Now let's talk valuation the way a banker would talk about it, and the way private equity will talk about it if they go that route. Credit Suisse thinks 2012 EBITDA is $534M. I know some of you here are optimists and believe it could be $600M. Okay, let's use the optimists number. A firm undergoing a liquidity crisis like Yellow would be lucky to get a valuation at 5.5x EBITDA, so around $3.3B using the optimists numbers. So far that sounds good. The problem is, the EBITDA number the buyer will want to use is not 2012.
A buyer of this business will project forward to the *trough* EBITDA number. And that's the rub, because the business is showing evidence of long term decline. So everyone will now argue about what is the trough EBITDA. Using Credit Suisse's numbers, and calculating extensive share buybacks going forward, I had Yellow showing a trough EBITDA around $395M in 2015. But is that really a trough or just an optimistic guess? I think a buyer won't take the risk that the business sinks even farther. So buyout chances looks slim to me.

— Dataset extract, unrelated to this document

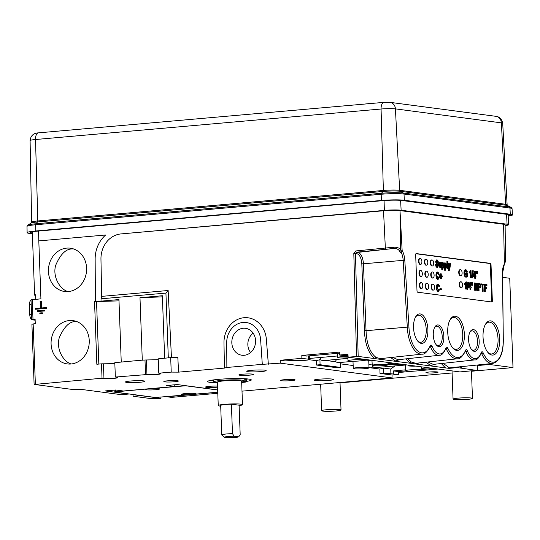 <?xml version="1.0" encoding="UTF-8"?>
<svg xmlns="http://www.w3.org/2000/svg" width="540" height="540" viewBox="0 0 540 540"><rect width="100%" height="100%" fill="white"/><g stroke="black" fill="none" stroke-linecap="round" stroke-linejoin="round"><path stroke-width="0.81" d="M433.58 368.449L421.416 369.522M406.026 370.879L398.338 371.561L398.345 374.456L392.054 375.017L380.005 373.424L383.636 373.106L398.345 374.456M242.001 391.156L392.054 377.912L392.054 375.017M217.762 392.269L166.921 396.758L171.578 397.373L217.802 393.296M160.981 397.258L160.981 398.311L140.434 395.597L133.11 396.245L149.587 398.419A8.383 0.783 177.9 0 0 160.981 398.311M462.51 366.728L459.952 367.976L457.427 367.612L449.057 368.354L358.175 356.413L348.158 357.17L459.891 371.925L477.259 370.258L477.61 365.087M44.563 310.986L44.537 310.264L43.949 310.19L37.591 310.75L37.618 311.472L44.563 310.986L43.976 310.912L43.949 310.19M35.147 320.193L32.265 319.815L34.391 319.687L31.732 319.288L31.016 299.842L40.925 298.836L38.806 240.894L105.665 234.995A29.113 25.393 -82.5 0 0 95.148 259.126L95.398 301.172L94.527 301.246L96.532 301.563L98.827 364.075M32.211 324.209L35.269 323.548L35.1 318.978L32.036 319.376M114.851 363.643L101.5 363.839L102.026 378.216L34.418 384.446L73.271 389.57L81.203 389.387L121.331 394.686L128.655 394.045L105.111 390.933L115.715 389.995L123.363 391.007L174.245 386.519L166.59 385.506L177.188 384.568L217.674 389.914M101.5 363.839L96.836 364.25L94.527 301.246M86.596 268.164A21.836 19.042 -82.5 0 0 70.369 248.198A21.836 19.042 -82.5 0 0 48.634 267.354A21.836 19.042 -82.5 0 0 64.658 291.499A21.836 19.042 -82.5 0 0 86.596 268.164M89.249 340.591A21.836 19.042 -82.5 0 0 73.028 320.625A21.836 19.042 -82.5 0 0 51.287 339.781A21.836 19.042 -82.5 0 0 67.311 363.926A21.836 19.042 -82.5 0 0 89.249 340.591M41.58 307.976L41.337 301.219L40.109 301.199L40.365 308.084L35.384 308.522L35.404 309.245L46.595 308.387L46.568 307.665L45.981 307.584L41 308.023L40.743 301.144M42.532 313.591L42.505 312.863L41.918 312.788L39.798 312.977L39.825 313.7L42.532 313.591L41.945 313.51L41.918 312.788M132.982 394.517L133.11 396.245M477.482 273.908L477.036 271.262L477.488 271.316L477.482 273.908L476.813 273.908L476.665 272.592M476.199 273.827L475.754 271.181L476.631 271.208L476.624 273.793L476.199 273.827M475.578 278.276L474.707 278.255L474.64 276.487L473.101 276.284L474.579 271.121L475.322 271.127L475.483 275.582L475.936 275.643L475.97 276.568L475.517 276.514L475.578 278.276L475.126 278.215L475.065 276.453L473.526 276.25L475.004 271.087M475.97 276.568L475.517 276.608M476.982 283.264L477.482 283.331L477.745 290.574L477.218 290.507L475.328 284.877L475.524 290.284L474.606 290.25L474.336 283.007L475.288 283.041L477.178 288.671L476.982 283.264L476.557 283.304L476.699 287.246M477.745 290.574L476.793 290.54L475.382 286.335M472.757 285.296L472.318 282.65L472.77 282.71L472.757 285.296L472.095 285.302L471.947 283.979M471.481 285.221L471.035 282.575L471.454 282.535L471.913 282.596L471.953 283.797L471.906 285.181L471.481 285.221M470.86 289.663L469.982 289.643L469.921 287.881L468.382 287.678L469.861 282.508L470.603 282.515L470.765 286.969L471.218 287.03L471.251 287.962L470.799 287.901L470.86 289.663L470.408 289.609L470.347 287.84L468.808 287.638L470.286 282.474M470.826 287.996L471.251 287.962M442.679 269.865L441.801 269.845L441.538 262.602L442.415 262.622L442.442 263.466L443.131 262.622L444.278 265.464L443.279 268.097L442.584 267.253L442.679 269.865L442.226 269.804L441.963 262.562M442.415 262.73L442.935 262.643M443.063 268.117L442.611 268.029M491.366 301.934A1.147 0.553 85 0 0 491.683 300.915L490.354 264.701A1.147 0.553 85 0 0 489.753 263.486L415.901 253.732M437.528 267.347L437.15 267.381C436.266 267.28 435.746 266.348 435.571 264.587L436.495 264.613L437.657 266.51M437.096 266.544L437.852 265.383L437.44 264.357L436.185 263.392L435.605 261.758L436.759 259.936M437.522 266.504L438.277 265.349L437.866 264.317L436.604 263.358L436.03 261.718L437.184 259.902L438.568 262.211L437.65 262.177L436.806 260.773M441.524 267.773L441.072 267.712L441.038 266.848L440.289 267.705L439.418 266.301L439.243 262.204L439.695 262.265L439.864 266.072L440.377 266.882L440.978 265.201L440.876 262.42L441.329 262.481L441.524 267.773L440.64 267.604M440.073 267.719L439 266.341L438.818 262.244L439.243 262.204M439.952 266.922L440.552 265.235L440.451 262.46L440.876 262.42M445.399 270.223L444.521 270.203L444.251 262.96L445.129 262.98L445.163 263.824L445.844 262.987L446.992 265.822L445.993 268.454L445.298 267.611L445.399 270.223L444.947 270.162L444.677 262.919M445.136 263.088L445.649 263M445.784 268.475L445.331 268.387M447.62 268.67L447.167 268.61L446.897 261.367L447.323 261.333L447.775 261.387L448.045 268.637L447.62 268.67M448.774 270.817L448.247 269.879L449.226 269.622L448.808 269.656L447.863 263.797M449.28 266.315L449.644 263.668L450.542 263.696L449.82 268.994L449.618 270.081L448.605 270.837M437.67 278.633L438.595 276.946L439.526 277.216L437.744 279.47C436.658 279.133 436.064 277.803 435.969 275.488C435.915 273.267 436.415 272.12 437.468 272.045M438.115 279.443L437.744 279.47M437.94 279.477L438.17 279.437C437.076 279.099 436.489 277.769 436.394 275.454C436.34 273.226 436.833 272.079 437.886 272.005L439.331 274.293L438.413 274.482L437.474 272.875M440.843 273.78L441.248 273.834L441.322 275.785L442.274 275.913L442.3 276.743L441.349 276.622L441.423 278.572L440.593 278.552L440.519 276.601L439.567 276.48L439.54 275.643L440.91 275.731L440.843 273.78L440.417 273.821L440.485 275.677M442.3 276.743L441.356 276.716M438.115 290.702L439.034 289.022L439.965 289.285L438.19 291.546C437.096 291.209 436.509 289.879 436.415 287.557C436.354 285.336 436.853 284.189 437.906 284.114M438.561 291.512L438.19 291.546M438.379 291.546L438.615 291.506C437.522 291.168 436.928 289.838 436.84 287.523C436.779 285.302 437.279 284.155 438.332 284.074L439.769 286.362L438.858 286.551L437.913 284.945M440.303 288.684L441.619 288.853L441.652 289.69L439.938 289.555L440.336 289.514L440.303 288.684L439.904 289.244M466.56 289.096L466.108 289.035L465.899 283.392L465.122 284.357L465.095 283.5L466.297 281.853L466.56 289.096L465.683 289.076L465.5 284M465.122 284.357L464.704 284.391L464.67 283.534L466.007 281.819M467.417 289.305L467.039 289.258L467.775 282.143L468.194 282.103L468.572 282.157L467.843 289.265L467.417 289.305M479.061 290.75L478.136 290.716L477.873 283.473L480.121 283.75L480.998 285.869C480.978 287.381 480.587 288.056 479.817 287.888L478.946 287.773L479.061 290.75L478.562 290.682L478.292 283.439M479.878 287.894L478.953 287.867M484.076 285.032L482.942 284.884L483.179 291.29L482.753 291.33L482.254 291.263L482.024 284.857L480.89 284.708L480.857 283.871L484.043 284.195L484.076 285.032L482.949 284.978M486.972 285.417L485.116 285.174L485.204 287.496L486.79 287.699L486.817 288.536L485.231 288.326L485.352 291.58L484.927 291.613L484.427 291.553L484.164 284.31L486.945 284.58L486.972 285.417L485.123 285.262M486.817 288.536L485.237 288.421M465.838 276.345L466.817 275.711L466.763 274.34L465.818 274.212L465.784 273.382L467.66 273.53L467.755 276.21L465.912 277.182C464.778 276.905 464.13 275.596 463.975 273.267C463.941 270.925 464.481 269.757 465.601 269.75M466.344 277.148L465.912 277.182M466.142 277.189L466.337 277.148C465.197 276.865 464.555 275.562 464.4 273.233C464.36 270.891 464.906 269.716 466.027 269.716L465.568 269.75M466.027 269.716L467.546 272.038L466.675 272.248L465.622 270.587M471.278 277.709L470.826 277.648L470.617 272.005L469.847 272.963L469.814 272.106L471.015 270.466L471.278 277.709L470.401 277.688L470.219 272.612M469.847 272.963L469.422 273.004L469.388 272.147L470.725 270.425M472.136 277.911L471.764 277.864L472.493 270.756L473.29 270.763L472.561 277.877L472.136 277.911M419.951 258.41A3.031 1.458 85 0 0 419.735 258.397A3.031 1.458 85 0 0 418.527 261.225A3.031 1.458 85 0 0 420.269 264.445A3.031 1.458 85 0 0 420.478 264.391M425.837 259.193A3.031 1.458 85 0 0 425.621 259.173A3.031 1.458 85 0 0 424.413 262.001A3.031 1.458 85 0 0 426.155 265.221A3.031 1.458 85 0 0 426.364 265.167M431.723 259.969A3.031 1.458 85 0 0 431.507 259.956A3.031 1.458 85 0 0 430.299 262.778A3.031 1.458 85 0 0 432.041 265.997A3.031 1.458 85 0 0 432.25 265.943M420.39 270.486A3.031 1.458 85 0 0 420.174 270.473A3.031 1.458 85 0 0 418.973 273.301A3.031 1.458 85 0 0 420.707 276.514A3.031 1.458 85 0 0 420.917 276.46M426.276 271.262A3.031 1.458 85 0 0 426.06 271.249A3.031 1.458 85 0 0 424.858 274.077A3.031 1.458 85 0 0 426.593 277.29A3.031 1.458 85 0 0 426.803 277.236M432.162 272.038A3.031 1.458 85 0 0 431.946 272.025A3.031 1.458 85 0 0 430.745 274.853A3.031 1.458 85 0 0 432.479 278.066A3.031 1.458 85 0 0 432.689 278.019M420.836 282.555A3.031 1.458 85 0 0 420.62 282.541A3.031 1.458 85 0 0 419.411 285.37A3.031 1.458 85 0 0 421.153 288.583A3.031 1.458 85 0 0 421.362 288.536M426.721 283.331A3.031 1.458 85 0 0 426.506 283.318A3.031 1.458 85 0 0 425.297 286.146A3.031 1.458 85 0 0 427.039 289.359A3.031 1.458 85 0 0 427.248 289.312M432.608 284.108A3.031 1.458 85 0 0 432.392 284.094A3.031 1.458 85 0 0 431.19 286.922A3.031 1.458 85 0 0 432.925 290.142A3.031 1.458 85 0 0 433.134 290.088M460.168 269.73A3.031 1.458 85 0 0 459.952 269.716A3.031 1.458 85 0 0 458.744 272.545A3.031 1.458 85 0 0 460.485 275.758A3.031 1.458 85 0 0 460.694 275.704M460.607 281.799A3.031 1.458 85 0 0 460.397 281.786A3.031 1.458 85 0 0 459.189 284.614A3.031 1.458 85 0 0 460.931 287.827A3.031 1.458 85 0 0 461.14 287.779M348.023 355.32L344.318 355.651L339.532 355.016L347.949 354.274L348.158 357.17M415.881 366.113A7.871 0.736 -2.1 0 1 408.294 365.661A7.871 0.736 -2.1 0 1 409.34 365.249M309.339 359.512A7.871 0.736 -2.1 0 0 308.347 359.195L301.887 358.344L280.24 360.254L285.026 360.882L294.597 360.41A7.871 0.736 -2.1 0 0 303.446 360.443A7.871 0.736 -2.1 0 0 309.339 359.512L309.299 355.84M316.433 365.033L320.065 364.709L340.652 367.43L337.021 367.747L316.433 365.033L316.319 360.666L319.93 359.681L321.3 357.406M320.065 364.709L319.93 359.681L322.805 360.646L347.868 358.432M371.264 360.221L368.732 360.443L369.023 367.862A7.871 0.736 -2.1 0 1 364.979 368.651A7.871 0.736 -2.1 0 1 353.295 368.435A7.871 0.736 -2.1 0 1 361.132 367.416A7.871 0.736 -2.1 0 1 369.023 367.862M339.397 353.187L306.673 356.076L301.813 355.435L301.887 358.344M369.023 367.625L379.89 369.063L380.005 373.424M353.113 365.526L340.646 363.879M316.319 360.666L309.082 359.714M392.054 377.912L280.321 363.157L280.24 360.254M325.458 360.41L335.239 361.699L336.609 359.424M335.239 361.699L338.114 362.664L354.476 361.22M371.311 367.929L373.599 365.695M406.735 364.905L371.5 367.949M246.395 381.409A21.836 2.038 177.9 0 0 251.303 379.931A21.836 2.038 177.9 0 0 229.406 378.695A21.836 2.038 177.9 0 0 207.657 381.53A21.836 2.038 177.9 0 0 217.418 382.874M261.151 371.561A9.707 0.905 177.9 0 0 266.139 370.582A9.707 0.905 177.9 0 0 256.406 370.028A9.707 0.905 177.9 0 0 246.74 371.291A9.707 0.905 177.9 0 0 261.151 371.561M328.489 380.45A9.707 0.905 177.9 0 0 333.484 379.471A9.707 0.905 177.9 0 0 323.75 378.918A9.707 0.905 177.9 0 0 314.084 380.18A9.707 0.905 177.9 0 0 328.489 380.45M139.887 382.259A9.707 0.905 177.9 0 0 144.882 381.287A9.707 0.905 177.9 0 0 135.149 380.734A9.707 0.905 177.9 0 0 125.483 381.996A9.707 0.905 177.9 0 0 139.887 382.259M217.539 386.107A7.277 0.682 177.9 0 0 209.75 386.289A7.277 0.682 177.9 0 0 205.524 387.065A7.277 0.682 177.9 0 0 216.331 387.261A7.277 0.682 177.9 0 0 217.573 387.133M174.65 381.76A7.277 0.682 177.9 0 0 178.396 381.031A7.277 0.682 177.9 0 0 171.092 380.612A7.277 0.682 177.9 0 0 163.843 381.564A7.277 0.682 177.9 0 0 174.65 381.76M249.696 375.138A7.277 0.682 177.9 0 0 253.442 374.402A7.277 0.682 177.9 0 0 246.139 373.99A7.277 0.682 177.9 0 0 238.889 374.936A7.277 0.682 177.9 0 0 249.696 375.138M291.371 380.639A7.277 0.682 177.9 0 0 295.117 379.904A7.277 0.682 177.9 0 0 287.813 379.492A7.277 0.682 177.9 0 0 280.564 380.437A7.277 0.682 177.9 0 0 291.371 380.639M262.291 364.351L226.868 367.477L226.719 342.596A19.413 16.929 97.5 0 1 242.987 322.454A19.413 16.929 97.5 0 1 260.618 339.599L262.291 364.351L280.321 363.157M226.868 367.477L224.444 368.091L223.972 342.913A24.266 21.215 94.5 0 1 244.006 317.716A24.266 21.215 94.5 0 1 266.348 339.174L268.353 364.217M171.221 372.107L158.78 373.207L158.247 358.83L170.694 357.622L171.221 372.107L178.565 372.141L224.444 368.091M158.78 373.207L160.09 373.397A7.52 0.702 -2.1 0 1 160.94 373.687A7.52 0.702 -2.1 0 1 155.419 374.564A7.52 0.702 -2.1 0 1 146.947 374.551L115.344 377.042L117.099 377.291A7.52 0.702 -2.1 0 1 117.95 377.582A7.52 0.702 -2.1 0 1 112.428 378.466A7.52 0.702 -2.1 0 1 103.964 378.452L102.026 378.216M476.786 370.433L459.952 367.976M503.233 339.572L503.3 339.613C503.429 353.396 499.885 361.341 492.683 363.454A25.502 12.251 -95 0 1 481.613 353.518A1.215 0.608 -23.6 0 0 483.071 352.688C482.409 351.486 481.802 351.439 481.262 352.553A1.215 0.743 -160.1 0 1 481.343 353.059L481.343 353.059C478.906 358.027 476.678 360.315 474.64 359.91A19.433 9.335 -95 0 1 465.851 351.486A1.215 0.56 -21.7 0 0 467.33 350.71C466.695 349.441 466.088 349.326 465.507 350.372A1.215 0.783 -157.6 0 1 465.568 350.926L465.568 350.926C462.389 356.711 459.648 359.33 457.367 358.796A25.502 12.251 -95 0 1 446.296 348.854A1.215 0.608 -23.6 0 0 447.755 348.03C447.093 346.822 446.486 346.775 445.939 347.888A1.215 0.743 -160.1 0 1 446.02 348.394L446.02 348.394C443.59 353.363 441.356 355.651 439.324 355.252A19.433 9.335 -95 0 1 430.529 346.822A1.215 0.56 -21.7 0 0 432.007 346.046C431.372 344.776 430.772 344.669 430.191 345.708A1.215 0.783 -157.6 0 1 430.252 346.262L430.252 346.262C427.127 351.999 424.393 354.625 422.044 354.132A25.502 12.251 -95 0 1 407.315 327.139L366.046 330.716C366.62 343.798 369.954 352.694 376.043 357.413A1.215 1.006 122.6 0 0 374.902 358.627C368.557 353.626 365.06 344.318 364.419 330.703L361.82 263.851C361.321 257.992 359.647 254.59 356.792 253.645L355.462 253.469L356.434 252.2L357.791 252.382C361.01 253.395 362.894 257.202 363.454 263.803L403.178 260.341A12.11 5.819 85 0 0 401.342 252.585L400.403 252.693L399.209 250.533C398.021 249.028 396.09 248.36 393.417 248.522L356.434 252.2A1.215 0.581 -96.2 0 1 355.779 250.952L353.815 253.49L355.462 253.469L358.175 356.413M443.165 363.326L449.375 367.862L492.683 363.454M481.613 353.518L481.147 353.572M479.183 341.172A10.921 5.245 -95 0 1 471.825 349.826A10.921 5.245 -95 0 1 470.219 331.628A10.921 5.245 -95 0 1 475.794 330.953A10.921 5.245 -95 0 1 479.183 341.172M443.867 336.508A10.921 5.245 -95 0 1 436.509 345.161A10.921 5.245 -95 0 1 434.902 326.963A10.921 5.245 -95 0 1 440.471 326.288A10.921 5.245 -95 0 1 443.867 336.508M427.91 329.596A14.803 7.108 -95 0 1 417.94 341.327A14.803 7.108 -95 0 1 415.76 316.656A14.803 7.108 -95 0 1 423.313 315.745A14.803 7.108 -95 0 1 427.91 329.596M499.702 339.073A17.179 8.249 -95 0 1 488.126 352.688A17.179 8.249 -95 0 1 485.602 324.061A17.179 8.249 -95 0 1 494.363 323.001A17.179 8.249 -95 0 1 499.702 339.073M464.38 334.415A17.179 8.249 -95 0 1 452.81 348.023A17.179 8.249 -95 0 1 450.279 319.397A17.179 8.249 -95 0 1 459.047 318.337A17.179 8.249 -95 0 1 464.38 334.415M491.022 264.647A1.215 0.581 85 0 0 490.388 263.365L416.219 253.571A1.215 0.581 85 0 0 416.131 253.577A1.215 0.581 85 0 0 415.672 254.704L417.002 290.918A1.215 0.581 85 0 0 417.636 292.201L491.805 301.995A1.215 0.581 85 0 0 491.839 301.995A1.215 0.581 85 0 0 492.352 300.868L491.022 264.647L490.354 264.701M504.38 263.959L502.565 273.233L503.3 339.518L502.409 273.152A13.325 6.399 -95 0 1 504.38 263.959L503.597 224.269L399.998 210.587L402.138 250.466A13.325 6.399 -95 0 1 404.804 260.267L408.942 326.997L407.315 327.078L403.178 260.341L404.804 260.267M361.82 263.851L363.454 263.803L366.046 330.656L408.942 326.997M503.145 339.437L503.152 339.559A24.287 11.664 85 0 1 496.327 361.152A24.287 11.664 85 0 1 483.071 352.688M115.344 377.042L114.811 362.664L140.312 360.302L144.983 359.998L145.51 374.375M142.283 360.241L139.988 297.716L162.364 295.738L164.653 358.155M168.305 357.831L165.929 293.085L101.061 298.809L101.662 296.379L100.96 259.119A24.266 21.215 -85.5 0 1 121.001 233.921L383.515 210.749A12.13 1.134 -2.1 0 1 399.998 210.587L400.943 251.809L401.875 251.701L402.138 250.466M121.244 361.989L118.955 299.572L101.02 301.151L101.061 298.809M140.312 360.302L140.825 360.369M170.694 357.622L177.842 357.635L178.565 372.141M121.001 233.921L384.352 210.391A12.346 1.154 -2.1 0 1 401.126 210.229L507.08 224.215A12.346 1.154 -2.1 0 1 508.633 224.714A12.346 1.154 -2.1 0 1 505.13 225.653M503.995 264.013L505.507 261.785L505.123 224.762A12.13 1.134 177.9 0 0 503.597 224.269M38.806 240.894L38.529 231.053M504.131 263.169C505.555 261.88 505.852 261.468 505.035 261.934M355.779 250.952L393.674 247.232C396.812 247.07 399.094 247.826 400.532 249.494L399.998 210.587M339.532 355.016L339.322 352.12L301.813 355.435M171.457 357.622L168.143 290.507L101.662 296.379M168.143 290.507L165.929 293.085M101.02 301.151L95.398 301.172M158.281 359.707L144.983 359.998M119.003 300.868L96.532 301.563M162.405 296.851L139.988 297.716M255.569 340.726A13.588 11.853 -82.5 0 0 246.017 328.388A13.588 11.853 -82.5 0 0 231.95 340.22A13.588 11.853 -82.5 0 0 242.467 355.3A13.588 11.853 -82.5 0 0 255.569 340.726M376.043 357.413L380.471 358.634L422.044 354.132M465.851 351.486L465.305 351.547M427.964 361.982L433.242 364.399L474.64 359.91M446.296 348.854L445.831 348.908M407.849 358.661L411.365 362.077L415.787 363.299M392.641 357.318L397.926 359.735L439.324 355.252M430.529 346.822L429.982 346.889M417.514 340.808A13.568 6.521 85 0 0 420.782 342.266A13.568 6.521 85 0 0 426.236 329.616A13.568 6.521 85 0 0 418.399 315.238A13.568 6.521 85 0 0 415.436 317.243M457.427 367.612L457.792 366.93M449.057 368.354L449.375 367.862M418.73 362.981L416.684 364.142A1.215 1.053 69 0 1 416.975 363.17M405.945 358.87L410.225 363.285A1.215 1.006 122.6 0 1 411.365 362.077M383.413 358.317L381.368 359.478A1.215 1.053 69 0 1 381.659 358.506M401.342 252.585L401.875 251.701M400.403 252.693L400.943 251.809M399.209 250.533A1.215 0.844 -35.3 0 0 400.532 249.494L401.22 250.601M356.792 253.645A1.215 1.06 97.5 0 1 357.791 252.382L393.417 248.522L393.674 247.232M35.593 295.535L34.614 295.164L35.566 294.773L35.735 299.295M31.037 300.436A4.793 2.302 -95 0 0 29.403 304.844L29.768 314.739A4.793 2.302 85 0 0 32.265 319.815M73.467 248.906L72.981 248.947C66.245 248.441 60.446 253.982 55.58 265.572C52.319 278.066 61.094 290.115 68.101 291.593M76.565 321.496C69.944 321.003 64.172 326.416 59.252 337.75C55.829 349.974 64.199 362.266 71.233 363.98M174.245 384.831L174.245 386.519M393.559 373.829L393.485 370.919L405.641 369.846M421.402 368.456L428.72 367.808M379.89 369.063L383.501 368.071L390.764 369.029L394.97 365.945M390.764 369.029L390.899 374.065M353.295 368.435L352.985 361.348M417.373 370.899A7.871 0.736 -2.1 0 1 405.695 370.683A7.871 0.736 -2.1 0 1 413.532 369.664A7.871 0.736 -2.1 0 1 421.423 370.109A7.871 0.736 -2.1 0 1 417.373 370.899M401.585 364.223A7.871 0.736 -2.1 0 1 399.958 364.399A7.871 0.736 -2.1 0 1 388.274 364.183A7.871 0.736 -2.1 0 1 394.2 363.251M383.94 365.553A7.871 0.736 -2.1 0 1 372.263 365.337A7.871 0.736 -2.1 0 1 380.099 364.311A7.871 0.736 -2.1 0 1 387.99 364.763A7.871 0.736 -2.1 0 1 383.94 365.553M366.485 360.16A8.059 0.756 -2.1 0 1 368.732 360.443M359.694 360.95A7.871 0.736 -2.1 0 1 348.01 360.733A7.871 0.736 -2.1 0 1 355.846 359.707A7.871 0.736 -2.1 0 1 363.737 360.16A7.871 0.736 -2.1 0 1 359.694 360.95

But private equity might find a financing deal very attractive. Private equity might come in and offer to pay back the banks and then give an additional $300M to Yellow to use to pay back 2013 MTNs. Work with 2014 to extend that maturity to 2018. Then the sweetener for private equity would be to take all of the common equity (through dilution, warrants, or both). Now private equity puts itself into the deal for $550M of secured debt that sits above MTNs and is easily secured by even pessimistic future assumptions. Further, private equity captures all the upside by owning the equity, and if Yellow gets through maturities and stabilizes the business, that equity makes a fortune for the new owners.
So, bottom line, is I don't see any attractive basis for someone buying the entire business today and making all debt and equity happy. I do see the basis for some vulture coming in and solving Yellows liquidity problems, but at a very high price for common equity. Been there and seen that too many times.